Task goal
Leaving the images behind, copy every line of the records exactly.

(Source records)
------------

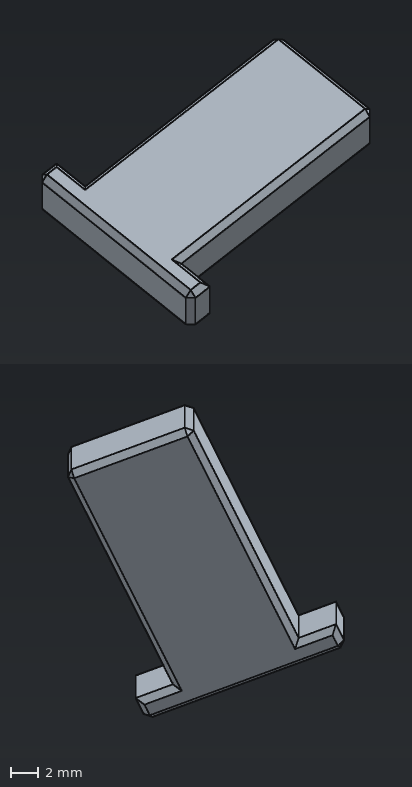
import cadquery as cq

head_width = 16.1
head_depth = 2.0
stem_width = 10.1
total_length = 22.0
thickness = 4.2
chamfer_size = 0.5


def block(width, y_start, y_end):
    """Plate centred on X, resting on Z = 0, between two Y positions."""
    length = y_end - y_start
    return cq.Workplane("XY").box(width, length, thickness, centered=(True, False, False)).translate(
        (0, y_start, 0)
    )


def tee_plate():
    """Wide head along the -Y end with a narrower stem reaching toward +Y."""
    head = block(head_width, 0, head_depth)
    stem = block(stem_width, 0, total_length)
    return head.union(stem)


def chamfer_edges(body):
    """Bevel the top and bottom outlines and the upright corners at both Y ends."""
    end_corners = body.faces("<Y or >Y").edges("|Z")
    outlines = body.faces("<Z or >Z").edges()
    return body.newObject(end_corners.vals() + outlines.vals()).chamfer(chamfer_size)


result = chamfer_edges(tee_plate())

------------

Solution to the exercise
import cadquery as cq

head_width = 16.1
head_depth = 2.0
stem_width = 10.1
total_length = 22.0
thickness = 4.2
chamfer_size = 0.5


def block(width, y_start, y_end):
    """Plate centred on X, resting on Z = 0, between two Y positions."""
    length = y_end - y_start
    return cq.Workplane("XY").box(width, length, thickness, centered=(True, False, False)).translate(
        (0, y_start, 0)
    )


def tee_plate():
    """Wide head along the -Y end with a narrower stem reaching toward +Y."""
    head = block(head_width, 0, head_depth)
    stem = block(stem_width, 0, total_length)
    return head.union(stem)


def chamfer_edges(body):
    """Bevel the top and bottom outlines and the upright corners at both Y ends."""
    end_corners = body.faces("<Y or >Y").edges("|Z")
    outlines = body.faces("<Z or >Z").edges()
    return body.newObject(end_corners.vals() + outlines.vals()).chamfer(chamfer_size)


result = chamfer_edges(tee_plate())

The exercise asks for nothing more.